Kim Kardashian: American Woman

Kardashian, 34, is poised as she takes a seat at a conference table, greeting, “My team who is putting together our new website experience — I don’t know if I want to call it a website, to disrespect it.” Whalerock Industries develops Web-based, magazine-like, subscription-centered media on the Oprah model. It streams from her glam room and real-time chats with fans, giving makeup tutorials and showcasing her favorite clothes. It’s a digitally constructed Kardashian world, on top of the rest of the world, which Kardashian has already made bend to her will. Narcissism isn’t Kardashian’s thing, per se; it’s solipsism, or a mode of living in which the world outside the self doesn’t really, materially exist — that’s the key here. In the past, she’s put it this way: Her life is “like living on The Truman Show.”
Now the group turns to a pack of “Kim-ojis” submitted by a graphic designer. “I wanted to do really fun, different emojis that you don’t see on your phone,” says Kardashian, then asks the group, “Is this designer Kanye-approved?”
Wielding a pen, she mulls over a long list of possible emojis, a mix of objects that she’s come into contact with as well as people she knows, striking those that don’t meet her approval. “A Speedo doesn’t mean anything to me, same with disco-ball earrings,” she says. She pauses at emojis of the other Kardashian women, raising the pen a little before swiping again: “I don’t want any family members in it,” she says. “They’ll all want a piece.” She keeps going. “But I love a waist trainer, and a Kylie lip. A fur-kini is kind of cute, and a patent pink dress.” She smiles. “Oh, a pregnant belly. I can’t believe I didn’t think of that.”
Kardashian may not come off as book smart, but she is extremely savvy and possesses a high EQ, both of which are much more valuable in this day and age. The TV self and Kardashian’s real self are “pretty much the same,” she says, when asked to define the difference. “When I’m filming, when I’m in my most comfortable state, at my home, with my family — I can’t get any more comfortable than that. . . . But there’s so much more to me than that, and I believe that I am so much smarter than I’m portrayed.”

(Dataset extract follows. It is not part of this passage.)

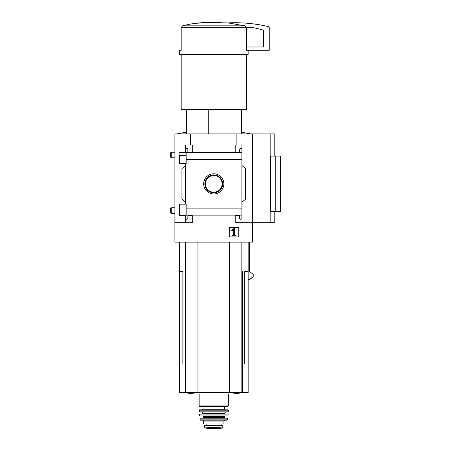 <?xml version="1.0" encoding="UTF-8"?>
<svg xmlns="http://www.w3.org/2000/svg" width="451" height="451" viewBox="0 0 451 451"><rect width="100%" height="100%" fill="white"/><g stroke="black" fill="none" stroke-linecap="round" stroke-linejoin="round"><path stroke-width="0.68" d="M186.15 155.561L179.103 155.561L179.103 163.572L179.103 152.342L186.15 152.342L186.15 163.572L179.103 163.572M179.103 204.145L186.15 204.145L186.15 215.369L179.103 215.369L179.103 204.145L179.103 212.173L179.526 212.173M185.632 215.369L185.632 218.278A0.925 0.925 0 0 0 186.556 219.203L186.928 219.203A0.925 0.925 0 0 0 187.853 218.278L187.853 215.685L192.295 215.685L192.295 222.715L174.903 222.715L174.903 133.919L274.8 133.919L274.8 156.119M174.903 222.715L174.903 242.142L252.599 242.142L252.599 222.715L235.213 222.715L235.213 215.685L239.65 215.685L239.65 218.278A0.925 0.925 0 0 0 240.575 219.203L240.947 219.203A0.925 0.925 0 0 0 241.871 218.278L241.871 215.127L186.15 215.127M203.66 183.867A10.091 10.091 0 0 1 218.797 175.129A10.091 10.091 0 0 1 218.797 192.605A10.091 10.091 0 0 1 203.66 183.867M241.871 218.278L241.871 208.108L186.15 208.108M241.871 208.108L241.871 159.626L186.15 159.626M185.632 163.572L185.632 204.145M185.632 218.278L185.632 222.715M241.871 159.626L241.871 149.456A0.925 0.925 0 0 0 240.947 148.531L240.575 148.531A0.925 0.925 0 0 0 239.65 149.456L239.65 152.049L235.213 152.049L235.213 145.019L174.903 145.019M238.726 227.507L229.294 227.507L229.294 236.944L238.726 236.944L238.726 227.507M270.177 133.919L270.177 222.715L252.599 222.715L252.599 145.019L241.871 145.019L241.871 152.601L186.15 152.607M192.295 145.019L192.295 152.049L187.853 152.049L187.853 149.456A0.925 0.925 0 0 0 186.928 148.531L186.556 148.531A0.925 0.925 0 0 0 185.632 149.456L185.632 152.342M185.632 145.019L185.632 149.456M186.556 109.869L186.556 133.919M248.163 50.298L248.163 54.368L179.346 54.368L179.346 50.298L181.184 50.298L181.184 27.624L182.593 25.848C190.553 23.711 198.722 22.612 207.082 22.55L227.868 22.9L244.916 25.848L246.325 27.624L246.325 50.298L269.253 50.298L269.253 27.522A0.925 0.925 0 0 0 268.537 26.62A147.996 147.996 0 0 0 227.868 22.9M252.599 145.019L252.599 133.919M241.871 149.456L241.871 145.019L235.213 145.019M241.871 165.461L245.57 168.567L245.57 199.167L241.871 202.273M185.632 202.273L181.933 199.167L181.933 168.567L185.632 165.461M270.177 222.715L274.8 222.715L274.8 211.615M275.724 211.615L270.713 211.615L270.713 156.119L280.353 156.119L280.353 211.615L275.724 211.615L275.724 156.119M179.346 242.142L179.346 271.536L182.852 271.536L182.852 364.036L179.346 364.036L179.346 392.708L248.163 392.708L248.163 271.536L244.651 271.536L244.651 364.036L248.163 364.036M248.163 279.49L249.527 279.49L253.253 276.61L253.017 274.129L249.527 271.705L249.527 242.142M190.626 145.019L190.626 133.919M236.876 145.019L236.876 133.919M179.346 271.536L179.346 364.036M197.944 242.142L197.944 392.708M229.565 242.142L229.565 392.708M185.062 392.708A184.995 184.995 0 0 0 195.277 394.022L232.231 394.022A184.995 184.995 0 0 0 242.446 392.708A184.995 184.995 0 0 1 232.231 394.022M220.421 22.55L207.082 22.55M207.048 22.55L194.646 23.418M244.916 25.848L182.593 25.848L181.184 27.624L246.325 27.624M246.314 54.368L246.314 109.497L181.195 109.497L181.195 54.368M246.314 109.497L245.942 109.869L181.561 109.869L181.195 109.497M208.249 109.869L208.249 133.919M233.77 228.657L231.628 230.151L231.808 230.624L233.567 229.711L233.567 235.225L232.44 235.225L232.44 235.924L235.58 235.924L235.58 235.225L234.452 235.225L234.452 228.657L233.77 228.657M204.839 183.867A8.919 8.919 0 0 1 218.211 176.144A8.919 8.919 0 0 1 218.211 191.59A8.919 8.919 0 0 1 204.839 183.867M205.397 183.867A8.36 8.36 0 0 1 217.934 176.629A8.36 8.36 0 0 1 217.934 191.106A8.36 8.36 0 0 1 205.397 183.867M247.238 27.562A0.372 0.372 0 0 0 246.866 27.934L246.866 46.972L263.519 46.972L263.519 30.414A0.372 0.372 0 0 0 263.249 30.059A143.925 143.925 0 0 0 252.825 27.562L247.238 27.562M204.686 427.903L204.686 425.445L222.817 425.445L222.817 427.903L213.751 427.379L204.686 427.903M203.576 421.099L223.927 421.099L223.927 423.963L203.576 423.963L203.576 421.099L202.651 420.174L213.751 420.174L200.61 420.174L200.25 419.881L227.259 419.881L226.898 420.174L213.751 420.174M213.751 406.3L199.505 406.3L199.139 405.928L228.369 405.928L227.997 406.3L203.023 406.3L203.023 409.074L202.285 409.812M199.139 410.185L228.364 410.185L227.997 409.812L199.511 409.812L199.139 410.185L199.37 412.034L228.324 411.853L199.184 411.853M213.751 413.883L199.336 414.086L228.172 414.086L202.465 413.883L202.837 413.511L224.666 413.511L225.038 413.883M213.751 416.104L199.545 415.94L227.958 415.94L213.751 416.104M213.751 417.953L199.9 418.173L227.608 418.173L202.837 417.953L203.209 417.581L224.299 417.581L224.666 417.953M206.073 425.445L206.073 423.963M249.527 279.49L253.017 277.066M253.253 274.586L253.253 276.61M253.017 274.129L249.527 271.705M170.647 155.009L170.647 152.799L171.217 152.235L171.217 157.782L170.647 157.213L170.647 155.009M170.647 210.504L170.647 208.3L171.217 207.731L171.217 213.284L170.647 212.714L170.647 210.504M185.158 242.142L185.158 392.708M185.665 242.142L185.665 392.708M241.837 242.142L241.837 392.708M242.35 271.536L242.35 392.708M224.485 406.3L224.485 409.074L203.023 409.074M225.59 412.034L224.666 412.958L202.837 412.958L201.913 412.034M224.666 416.104L224.299 416.47L203.209 416.47L202.837 416.104M206.124 425.445L206.124 423.963M218.538 427.655L208.965 427.655M222.817 427.931L219.908 428.444L207.601 428.444L204.686 427.931M179.526 155.561L179.526 163.572M179.526 204.145L179.526 215.369M186.004 109.869L186.004 133.919M248.163 242.142L248.163 271.536M241.505 109.869L241.505 133.919M199.139 394.022L199.139 405.928M228.369 394.022L228.369 405.928M224.485 409.074L225.224 409.812M228.364 410.185L228.324 411.853M202.837 412.958L202.837 413.511M224.666 412.958L224.666 413.511M199.336 414.086L199.545 415.94M228.172 414.086L227.958 415.94M203.209 416.47L203.209 417.581M224.299 416.47L224.299 417.581M199.9 418.173L200.25 419.881M227.608 418.173L227.259 419.881M223.927 421.099L224.852 420.174M221.819 425.445L221.819 423.963M207.601 428.444L219.908 428.444M241.505 132.205L250.75 133.919M186.004 132.205L176.753 133.919M174.903 152.235L171.217 152.235M174.903 157.782L171.217 157.782M174.903 207.731L171.217 207.731M174.903 213.284L171.217 213.284"/></g></svg>

Who could have foreseen that in 2015 the Kardashians would be the most interesting story in America? But in terms of cultural fault lines, sometimes it seems like Kim Kardashian’s creamy thighs bestride an entire nation. She’s the immigrant daughter done good, the world’s most famous Armenian-American. She’s an interracial pioneer, a Caucasian woman married to a black rapper who pushes the boundaries of race not only in music, but also by demanding a ticket into the predominantly European club of fashion and design. She’s at once a sexual muse sparking creativity in her husband, and also a working mom. She’s outrageously feminine in an era of sex-role instability and gender-queer Miley, and also the stepdaughter of Caitlyn (nee Bruce) Jenner, the most famous transgender woman in the world. (When I share these thoughts with Kardashian, however, she says, “I don’t look at myself like that. But my husband would.”)
Kardashian is also at once extraordinarily human — don’t you want to hear about the way she does her makeup? — and a master of what critic Jerry Saltz has called the “new uncanny,” or art that blurs the line between human and a robot pretending to be a human. In her video game, you not only can change her clothes and hairstyle, but eye color and skin color. And over the course of the several times we meet, her skin shifts from a deep equatorial brown to a laid-out-in-Palm Springs honey to a morning soy creamer, depending on the makeup and tanning spray. “Something about Kim is very appealing to digital natives,” says prominent tech journalist and Re/code editor Kara Swisher. Kardashian also says things like this: “When I go on vacation, I only go to the beach certain times of the day, and lay out by the pool the rest of the time,” because the sun is often too flat, and if someone takes a picture of her, she’ll get caught looking less Kim Kardashian-like than she’d like. “In Miami, I’ll get up at six and swim in the ocean at seven in the morning right before the harsh sun comes up — and the pictures always look amazing.”